YOUR GOAL. Transcribe the listing exactly as written. Leave the images out.

TASK DATA.
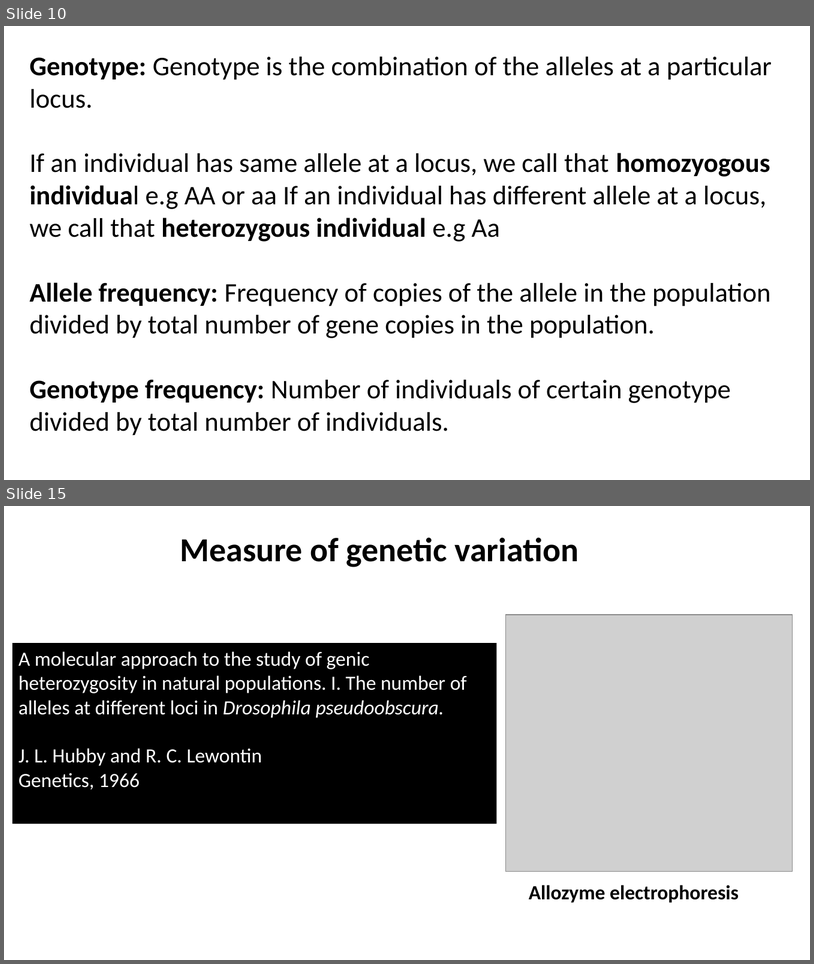
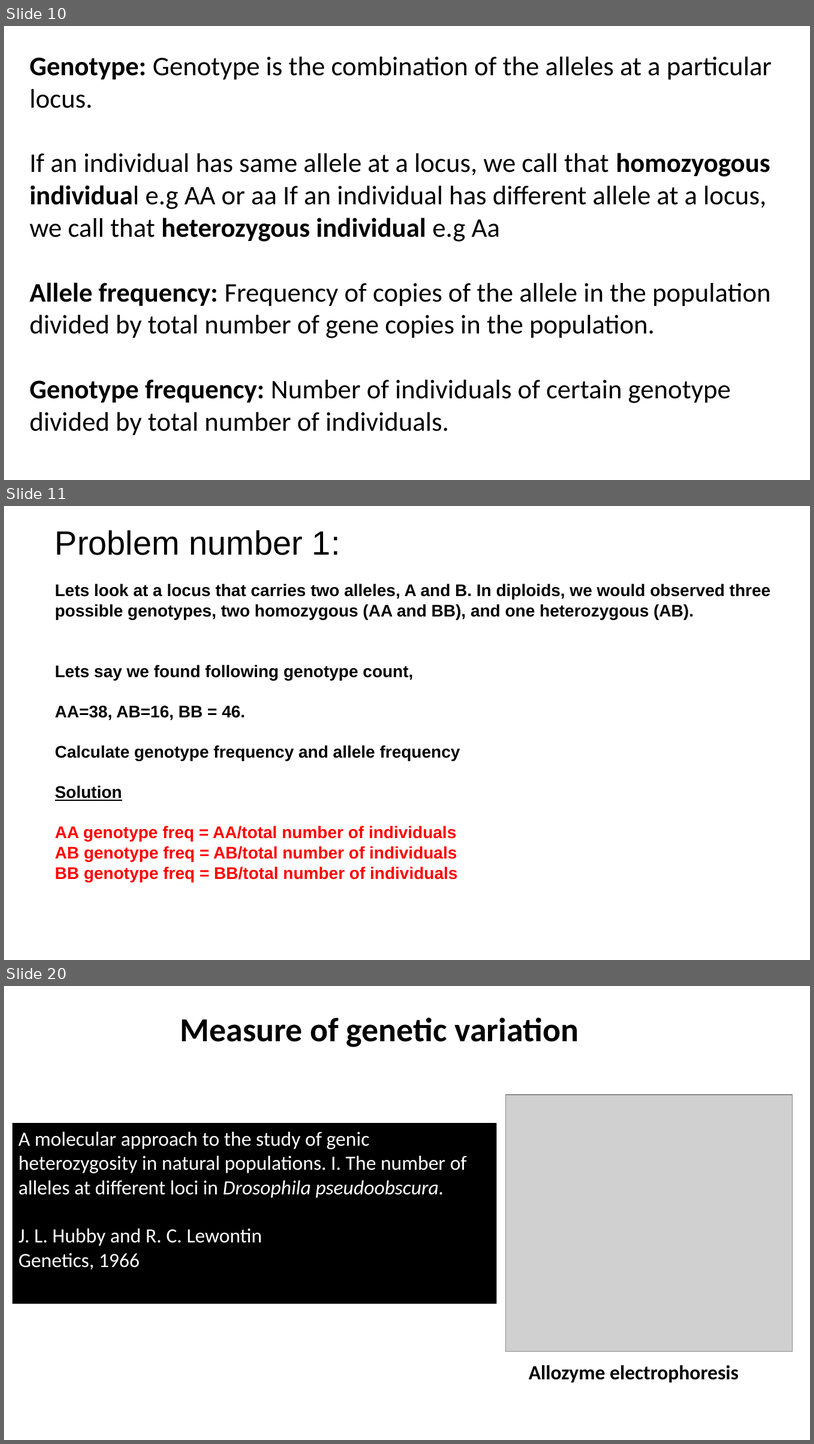
Before and after one commit to shankarkshakya/geppopgen, a slide deck: New Microsoft PowerPoint Presentation.pptx. Shown one above the other, each under a label of ours: slides 10 and 15 before the commit, slides 10, 11 and 20 after it; the slides between them are not shown. The pictures are 814x964 and 814x1444 pixels, drawn with LibreOffice and Linux fonts; fonts in the diff are those of the drawing; grey boxes stand for pictures. Boxes give left, top, right and bottom in pixels: in the first picture for what was removed or moved away, otherwise in the second. Text is boxed around its words. In the diff, an @@ line names an element or a change of style, - is before the commit and + after.

```diff
--- a/New Microsoft PowerPoint Presentation.pptx
+++ b/New Microsoft PowerPoint Presentation.pptx
@@ slide 11 added at (x1=4, y1=506, x2=810, y2=960), background #FFFFFF @@
@@ text added at (x1=55, y1=530, x2=771, y2=882), 20 pt, text #000000, bold @@
+Problem number 1:
+Lets look at a locus that carries two alleles, A and B. In diploids, we would observed three possible genotypes, two homozygous (AA and BB), and one heterozygous (AB).
+Lets say we found following genotype count,
+AA=38, AB=16, BB = 46.
+Calculate genotype frequency and allele frequency
+Solution
+AA genotype freq = AA/total number of individuals
+AB genotype freq = AB/total number of individuals
+BB genotype freq = BB/total number of individuals
@@ what was slide 15 is now slide 20 @@
```
Also in this commit, not shown: 6 slides changed, 7 other slides added, 3 slides removed, 16 other files.

PROBLEM SOLUTION.
Before and after one commit to shankarkshakya/geppopgen, a slide deck: New Microsoft PowerPoint Presentation.pptx. Shown one above the other, each under a label of ours: slides 10 and 15 before the commit, slides 10, 11 and 20 after it; the slides between them are not shown. The pictures are 814x964 and 814x1444 pixels, drawn with LibreOffice and Linux fonts; fonts in the diff are those of the drawing; grey boxes stand for pictures. Boxes give left, top, right and bottom in pixels: in the first picture for what was removed or moved away, otherwise in the second. Text is boxed around its words. In the diff, an @@ line names an element or a change of style, - is before the commit and + after.

```diff
--- a/New Microsoft PowerPoint Presentation.pptx
+++ b/New Microsoft PowerPoint Presentation.pptx
@@ slide 11 added at (x1=4, y1=506, x2=810, y2=960), background #FFFFFF @@
@@ text added at (x1=55, y1=530, x2=771, y2=882), 20 pt, text #000000, bold @@
+Problem number 1:
+Lets look at a locus that carries two alleles, A and B. In diploids, we would observed three possible genotypes, two homozygous (AA and BB), and one heterozygous (AB).
+Lets say we found following genotype count,
+AA=38, AB=16, BB = 46.
+Calculate genotype frequency and allele frequency
+Solution
+AA genotype freq = AA/total number of individuals
+AB genotype freq = AB/total number of individuals
+BB genotype freq = BB/total number of individuals
@@ what was slide 15 is now slide 20 @@
```
Also in this commit, not shown: 6 slides changed, 7 other slides added, 3 slides removed, 16 other files.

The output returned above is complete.